If the Scriptures have fallen away, what exactly are we doing here, Christian? What does it matter that we fight tooth and nail against liberal Christianity if the standard we use to rule doctrines “liberal” is just a fourth century iteration of Christianity that cannot be shown to represent the Apostolic iteration of Christianity? If the text of Holy Scripture fell away, even in part, who is to say that what we consider the “fundamentals” of Christianity weren’t the machinations of some early Christians trying to “emphasize the deity of Jesus” (Myths and Mistakes in New Testament Textual Criticism, 91). What right do we have to sanctimoniously stand on “God’s inerrant word” if we believe that it was only inerrant in the originals, which we do not have and cannot know? The answer is none. We have no reason to responsibly judge any other version of Christianity, because we’ve simply selected the version that we like the best. If it is our job to “reconstruct” the New Testament, then there is nothing wrong with others reconstructing Christianity. 

Conclusion

Modern Christians suffer from serious amnesia when it comes to the Reformation. They forget what the Roman Catholic church was saying, and the Protestant response. If Christians are to have any claim to an absolute standard of truth, that standard must be self-authenticating. The Scriptures were not developed according to the fancies of Christian faith communities over 2,000 years, as the “lower critics” assert. They were faithfully transmitted by the people of God by the sure hand of God’s providence. The historic Christian belief is that they were “kept pure in all ages.” Rejecting the purity of the Scriptures is one of the most grave theological errors in the modern period because it upsets the whole of the Gospel. How can one say that “This is the message that ye heard from the beginning” if we do not know what that beginning message said? It is completely useless to say that the message from the beginning was perfect if we do not have that message now. I’m afraid that our need to be apologetically relevant to the atheists, higher critics, and muslims has caused Christians to reject that only sound standard of truth that can stand against the gates of hell. 

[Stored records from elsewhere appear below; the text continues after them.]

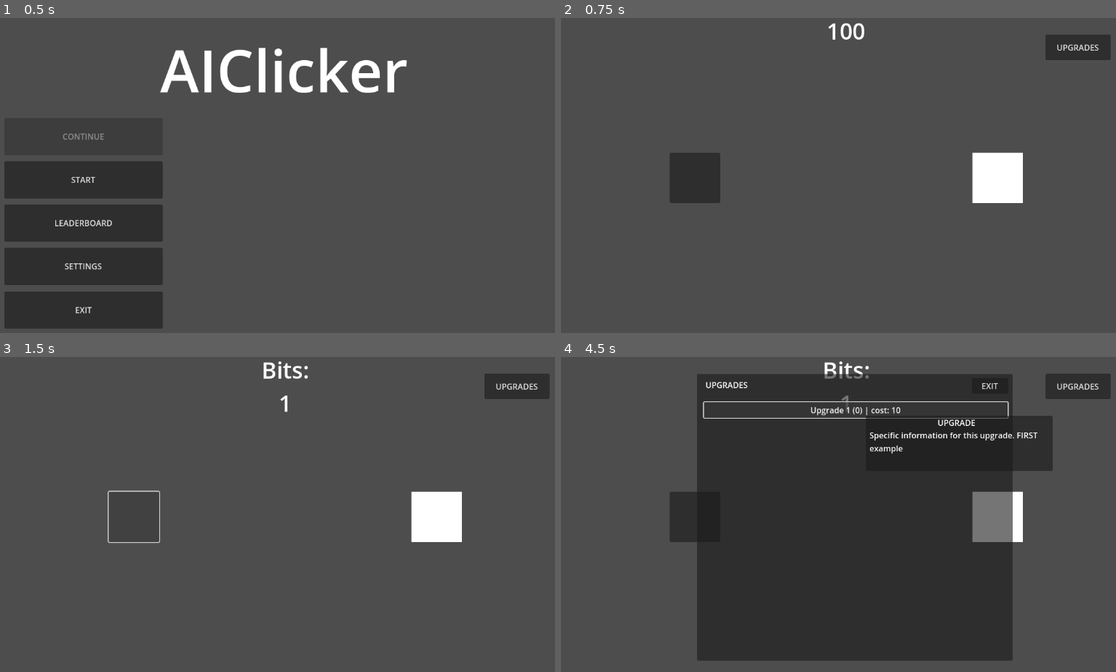
Above: before the commit, frames 1-4 (two rows, left to right).
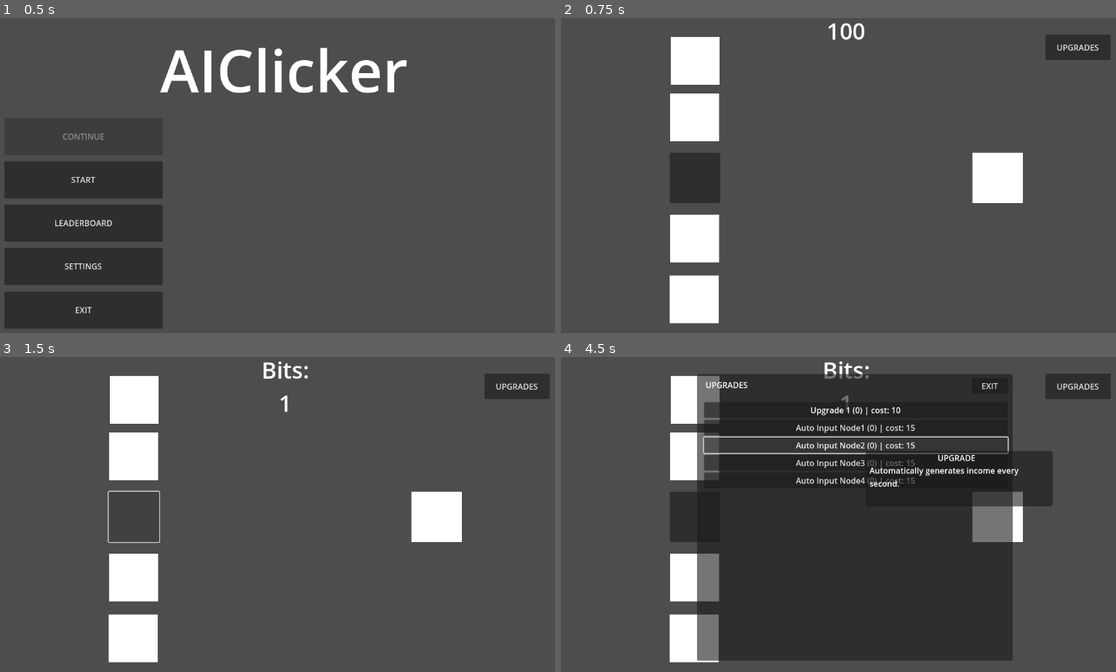
Above: after the commit, the same moments.

Repository: lukkool/Clickeriai
Game: Godot game, scene res://scenes/mainMenu/MainMenu.tscn
The game is run twice, just before and just after one commit, with the same random seed, the same clock (stepped at 60 frames per second) and the same inputs. Sound files missing from this copy of the repository are replaced by a short silence.
Inputs (mouse positions are in pixels of both pictures, inside the frame that each line leads up to):
- Up to frame 1 (0.5 s): no input
- Up to frame 2 (0.75 s): click "START" at 0.5 s
- Up to frame 3 (1.5 s): click (133, 517) at 1.25 s
- Up to frame 4 (4.5 s): click "UPGRADES" at 2 s; click "Upgrade 1 (0) | cost: 10" at 2.75 s; click "Upgrade 1 (0) | cost: 10" (after the commit: "Auto Input Node1 (0) | cost: …") at 3.5 s; click "Upgrade 1 (0) | cost: 10" (after the commit: "Auto Input Node2 (0) | cost: …") at 4.25 s

Frame 1 is identical in both runs. In frame 2, 5.4% of the frame differs, in the area x 19-29%, y 5-98%; in frame 3, 5.4%; in frame 4, 9.4%, in the area x 19-89%, y 5-98%.

Commit message:
Added auto input nodes and modified the saveload to save the purchased nodes

Diff:
--- /dev/null
+++ b/scenes/gameScene/AutoInputNode.gd
@@ -0,0 +1,28 @@
+extends Control
+
+signal output_activated(val)
+
+var income_amount: int = 1
+var interval: float = 1.0  # Time in seconds between activations
+var timer: Timer
+var enabled: bool = false
+
+func _ready() -> void:
+	timer = Timer.new()
+	timer.wait_time = interval
+	timer.autostart = true
+	timer.timeout.connect(_on_timer_timeout)
+	add_child(timer)
+
+func _on_timer_timeout() -> void:
+	output_activated.emit(income_amount)
+
+func set_income_amount(amount: int) -> void:
+	income_amount = amount
+
+func set_interval(new_interval: float) -> void:
+	interval = new_interval
+	timer.wait_time = interval
+
+func set_enabled(is_enabled: bool) -> void:
+	enabled = is_enabled
--- /dev/null
+++ b/scenes/gameScene/AutoInputNode2.gd
@@ -0,0 +1,28 @@
+extends Control
+
+signal output_activated(val)
+
+var income_amount: int = 2
+var interval: float = 2.0  # Time in seconds between activations
+var timer: Timer
+var enabled: bool = false
+
+func _ready() -> void:
+	timer = Timer.new()
+	timer.wait_time = interval
+	timer.autostart = true
+	timer.timeout.connect(_on_timer_timeout)
+	add_child(timer)
+
+func _on_timer_timeout() -> void:
+	output_activated.emit(income_amount)
+
+func set_income_amount(amount: int) -> void:
+	income_amount = amount
+
+func set_interval(new_interval: float) -> void:
+	interval = new_interval
+	timer.wait_time = interval
+
+func set_enabled(is_enabled: bool) -> void:
+	enabled = is_enabled
--- /dev/null
+++ b/scenes/gameScene/AutoInputNode3.gd
@@ -0,0 +1,28 @@
+extends Control
+
+signal output_activated(val)
+
+var income_amount: int = 5
+var interval: float = 5.0  # Time in seconds between activations
+var timer: Timer
+var enabled: bool = false
+
+func _ready() -> void:
+	timer = Timer.new()
+	timer.wait_time = interval
+	timer.autostart = true
+	timer.timeout.connect(_on_timer_timeout)
+	add_child(timer)
+
+func _on_timer_timeout() -> void:
+	output_activated.emit(income_amount)
+
+func set_income_amount(amount: int) -> void:
+	income_amount = amount
+
+func set_interval(new_interval: float) -> void:
+	interval = new_interval
+	timer.wait_time = interval
+
+func set_enabled(is_enabled: bool) -> void:
+	enabled = is_enabled
--- /dev/null
+++ b/scenes/gameScene/AutoInputNode4.gd
@@ -0,0 +1,28 @@
+extends Control
+
+signal output_activated(val)
+
+var income_amount: int = 10
+var interval: float = 10.0  # Time in seconds between activations
+var timer: Timer
+var enabled: bool = false
+
+func _ready() -> void:
+	timer = Timer.new()
+	timer.wait_time = interval
+	timer.autostart = true
+	timer.timeout.connect(_on_timer_timeout)
+	add_child(timer)
+
+func _on_timer_timeout() -> void:
+	output_activated.emit(income_amount)
+
+func set_income_amount(amount: int) -> void:
+	income_amount = amount
+
+func set_interval(new_interval: float) -> void:
+	interval = new_interval
+	timer.wait_time = interval
+
+func set_enabled(is_enabled: bool) -> void:
+	enabled = is_enabled
--- a/scenes/gameScene/SaveLoad.gd
+++ b/scenes/gameScene/SaveLoad.gd
@@ -58,6 +58,19 @@
 		game_scene.upgr_auto_input_node3 = save_data["upgr_auto_input_node3"]
 		game_scene.upgr_auto_input_node4 = save_data["upgr_auto_input_node4"]
 
+		if game_scene.upgr_auto_input_node1:
+			game_scene.auto_input_node.set_enabled(true)
+			game_scene.auto_input_node.output_activated.connect(func(val): game_scene.score += val)
+		if game_scene.upgr_auto_input_node2:
+			game_scene.auto_input_node2.set_enabled(true)
+			game_scene.auto_input_node2.output_activated.connect(func(val): game_scene.score += val)
+		if game_scene.upgr_auto_input_node3:
+			game_scene.auto_input_node3.set_enabled(true)
+			game_scene.auto_input_node3.output_activated.connect(func(val): game_scene.score += val)
+		if game_scene.upgr_auto_input_node4:
+			game_scene.auto_input_node4.set_enabled(true)
+			game_scene.auto_input_node4.output_activated.connect(func(val): game_scene.score += val)
+
 		print("Game loaded!")
 	else:
 		print("Error: Could not load game.")
--- a/scenes/gameScene/gameScene.gd
+++ b/scenes/gameScene/gameScene.gd
@@ -2,7 +2,10 @@
 
 @onready var score_label:Label = $CurrencyLabel
 @onready var output_node:Control = $OutputNode
-
+@onready var auto_input_node: Control = $AutoInputNode
+@onready var auto_input_node2: Control = $AutoInputNode2
+@onready var auto_input_node3: Control = $AutoInputNode3
+@onready var auto_input_node4: Control = $AutoInputNode4
 
 var score:int:
 	set(val):
@@ -15,6 +18,10 @@
 	if should_load:
 		get_node("SaveLoadManager").load_game()
 	output_node.output_activated.connect(func(val): score += val)
+	auto_input_node.set_enabled(false)
+	auto_input_node2.set_enabled(false)
+	auto_input_node3.set_enabled(false)
+	auto_input_node4.set_enabled(false)
 
 
 var dense_layer_nodes:int = 0
--- a/scenes/gameScene/gameScene.tscn
+++ b/scenes/gameScene/gameScene.tscn
@@ -8,6 +8,12 @@
 [ext_resource type="Script" path="res://scenes/gameScene/outputNode/output_node.gd" id="3_2sikp"]
 [ext_resource type="Script" path="res://scenes/gameScene/currency_label.gd" id="5_0tvsb"]
 [ext_resource type="PackedScene" uid="uid://ba7xr7emiqkau" path="res://scenes/gameScene/upgrades/upgradeMenu.tscn" id="5_abvow"]
+[ext_resource type="Script" path="res://scenes/gameScene/AutoInputNode.gd" id="9_30xkf"]
+[ext_resource type="Script" path="res://scenes/gameScene/AutoInputNode2.gd" id="10_t33rj"]
+[ext_resource type="Script" path="res://scenes/gameScene/AutoInputNode3.gd" id="11_nom2l"]
+[ext_resource type="Script" path="res://scenes/gameScene/AutoInputNode4.gd" id="12_3jige"]
+
+[sub_resource type="CanvasTexture" id="CanvasTexture_1io4r"]
 
 [node name="GameScene" type="Control"]
 layout_mode = 3
@@ -44,6 +50,66 @@
 horizontal_alignment = 1
 script = ExtResource("5_0tvsb")
 
+[node name="AutoInputNode" type="TextureRect" parent="."]
+layout_mode = 1
+anchors_preset = -1
+anchor_left = 0.5
+anchor_top = 0.5
+anchor_right = 0.5
+anchor_bottom = 0.5
+offset_left = -349.0
+offset_top = 73.0
+offset_right = -252.0
+offset_bottom = 168.0
+texture = SubResource("CanvasTexture_1io4r")
+script = ExtResource("9_30xkf")
+metadata/_edit_use_anchors_ = true
+
+[node name="AutoInputNode2" type="TextureRect" parent="."]
+layout_mode = 1
+anchors_preset = -1
+anchor_left = 0.5
+anchor_top = 0.5
+anchor_right = 0.5
+anchor_bottom = 0.5
+offset_left = -349.0
+offset_top = -168.0
+offset_right = -252.0
+offset_bottom = -73.0
+grow_horizontal = 2
+texture = SubResource("CanvasTexture_1io4r")
+script = ExtResource("10_t33rj")
+
+[node name="AutoInputNode3" type="TextureRect" parent="."]
+layout_mode = 1
+anchors_preset = -1
+anchor_left = 0.5
+anchor_top = 0.5
+anchor_right = 0.5
+anchor_bottom = 0.5
+offset_left = -348.0
+offset_top = -280.0
+offset_right = -251.0
+offset_bottom = -185.0
+texture = SubResource("CanvasTexture_1io4r")
+script = ExtResource("11_nom2l")
+metadata/_edit_use_anchors_ = true
+
+[node name="AutoInputNode4" type="TextureRect" parent="."]
+layout_mode = 1
+anchors_preset = -1
+anchor_left = 0.5
+anchor_top = 0.5
+anchor_right = 0.5
+anchor_bottom = 0.5
+offset_left = -350.0
+offset_top = 194.0
+offset_right = -253.0
+offset_bottom = 289.0
+texture = SubResource("CanvasTexture_1io4r")
+script = ExtResource("12_3jige")
+metadata/_edit_use_anchors_ = true
+
 [node name="UpgradeMenu" parent="." instance=ExtResource("5_abvow")]
 layout_mode = 1
 offset_left = -2.0
--- a/scenes/gameScene/upgrades/upgradeMenu.gd
+++ b/scenes/gameScene/upgrades/upgradeMenu.gd
@@ -40,6 +40,23 @@
 			upgrade_level += 1 #upgrade level
 			button.text = "{0} ({1}) | cost: {2}".format([button.get_meta("name"), upgrade_level, upgrade_cost])
 
+		match button.get_meta("name"):
+			"AutoInputNode1":
+				game_scene.auto_input_node.set_enabled(true)
+				game_scene.auto_input_node.output_activated.connect(func(val): game_scene.score += val)
+				game_scene.upgr_auto_input_node1 = true
+			"AutoInputNode2":
+				game_scene.auto_input_node2.set_enabled(true)
+				game_scene.auto_input_node2.output_activated.connect(func(val): game_scene.score += val)
+				game_scene.upgr_auto_input_node2 = true
+			"AutoInputNode3":
+				game_scene.auto_input_node3.set_enabled(true)
+				game_scene.auto_input_node3.output_activated.connect(func(val): game_scene.score += val)
+				game_scene.upgr_auto_input_node3 = true
+			"AutoInputNode4":
+				game_scene.auto_input_node4.set_enabled(true)
+				game_scene.auto_input_node4.output_activated.connect(func(val): game_scene.score += val)
+				game_scene.upgr_auto_input_node4 = true
 
 func show_tooltip(button: Button): #shows tooltip by obtaining metadata from the specific button
 	if button.has_meta("tooltip_text"):
--- a/scenes/gameScene/upgrades/upgradeMenu.tscn
+++ b/scenes/gameScene/upgrades/upgradeMenu.tscn
@@ -64,6 +64,30 @@
 metadata/tooltip_text = "Specific information for this upgrade. FIRST example"
 metadata/name = "Upgrade 1"
 
+[node name="Button2" type="Button" parent="Panel/VBoxContainer" groups=["upgrade_buttons"]]
+layout_mode = 2
+text = "Auto Input Node1 (0) | cost: 15"
+metadata/name = "AutoInputNode1"
+metadata/tooltip_text = "Automatically generates income every second."
+
+[node name="Button3" type="Button" parent="Panel/VBoxContainer" groups=["upgrade_buttons"]]
+layout_mode = 2
+text = "Auto Input Node2 (0) | cost: 15"
+metadata/name = "AutoInputNode2"
+metadata/tooltip_text = "Automatically generates income every second."
+
+[node name="Button4" type="Button" parent="Panel/VBoxContainer" groups=["upgrade_buttons"]]
+layout_mode = 2
+text = "Auto Input Node3 (0) | cost: 15"
+metadata/name = "AutoInputNode3"
+metadata/tooltip_text = "Automatically generates income every second."
+
+[node name="Button5" type="Button" parent="Panel/VBoxContainer" groups=["upgrade_buttons"]]
+layout_mode = 2
+text = "Auto Input Node4 (0) | cost: 15"
+metadata/name = "AutoInputNode4"
+metadata/tooltip_text = "Automatically generates income every second."
+
 [node name="Tooltip" type="Control" parent="."]
 visible = false
 anchors_preset = 0
Not shown: 1 places in scenes/gameScene/gameScene.tscn that only renumber resources

Calvinists love to appeal to the doctrines of the Reformation, especially Sola Scriptura, while inconsistently affirming the theological axioms of the modern critical text. The two are at odds with each other. The rise of historical criticism and neo-orthodoxy sent the world spinning, and instead of fighting the same fight as the Reformers, theologians of the 19th and 20th centuries reinterpreted the Westminster Confession and retreated back to the doctrine of inerrancy – a doctrine which stands and falls on the determinations of textual scholars. And the methods of textual scholars include “lower” critical theories such as “expansion of piety” and that the text evolved according to Christian faith communities. The culture of celebrity pastors and theologians has made it such that the average Christian cannot even have an opinion on the matter. “My favorite pastor believes this, are you saying you have better insight than them? Are you saying you have perfect discernment?” Apparently you have to be omniscient to know that this is not Scriptural. While Christians sit around exalting their favorite theologians, the people of God are “destroyed for lack of knowledge.” 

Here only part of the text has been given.